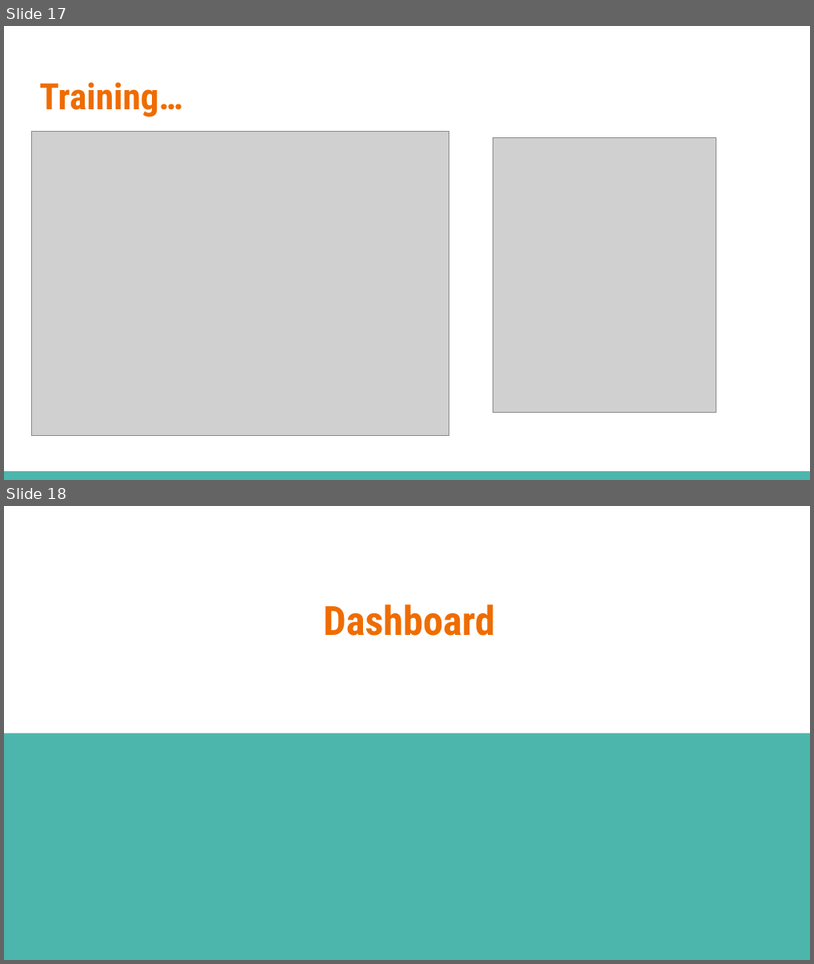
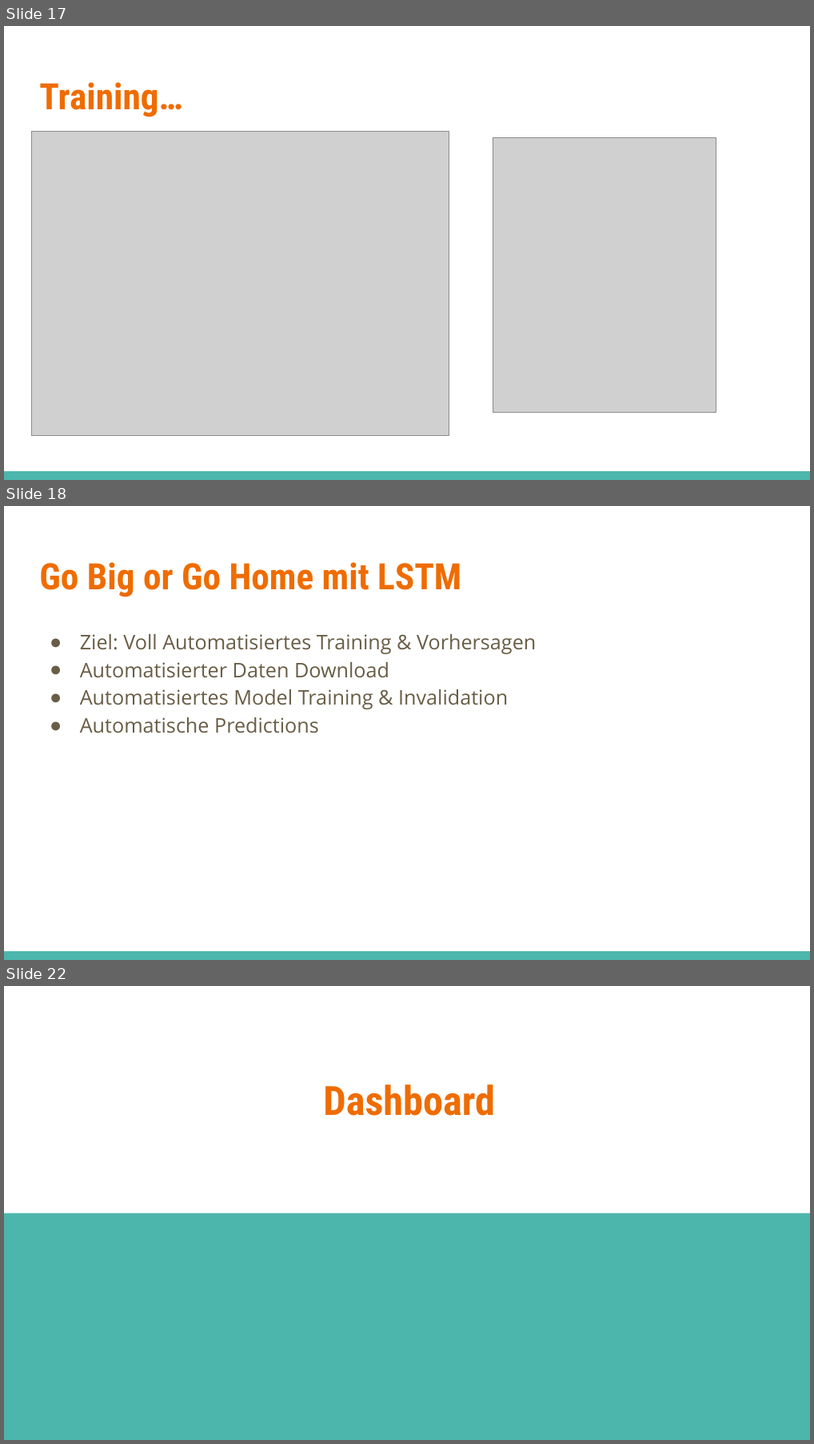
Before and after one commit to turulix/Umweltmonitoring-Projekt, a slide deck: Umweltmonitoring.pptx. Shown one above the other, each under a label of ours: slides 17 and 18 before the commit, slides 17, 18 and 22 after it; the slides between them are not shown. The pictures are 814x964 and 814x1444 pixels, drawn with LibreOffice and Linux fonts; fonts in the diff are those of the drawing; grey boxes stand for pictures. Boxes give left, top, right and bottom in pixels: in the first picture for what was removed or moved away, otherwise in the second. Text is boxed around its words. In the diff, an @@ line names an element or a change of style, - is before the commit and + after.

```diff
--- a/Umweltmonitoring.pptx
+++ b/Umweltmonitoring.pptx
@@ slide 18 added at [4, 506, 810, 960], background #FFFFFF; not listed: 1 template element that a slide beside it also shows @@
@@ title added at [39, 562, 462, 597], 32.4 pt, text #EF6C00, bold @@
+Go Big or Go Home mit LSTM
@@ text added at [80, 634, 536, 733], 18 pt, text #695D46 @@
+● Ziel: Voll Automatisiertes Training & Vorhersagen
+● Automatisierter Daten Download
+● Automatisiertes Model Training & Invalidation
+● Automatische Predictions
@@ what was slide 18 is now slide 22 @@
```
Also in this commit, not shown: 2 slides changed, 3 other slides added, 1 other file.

★ ★ ★ ★

### Directions for this task
Find the lines above that hold "Training", then copy each of them.

### Finished task
+● Ziel: Voll Automatisiertes Training & Vorhersagen
+● Automatisiertes Model Training & Invalidation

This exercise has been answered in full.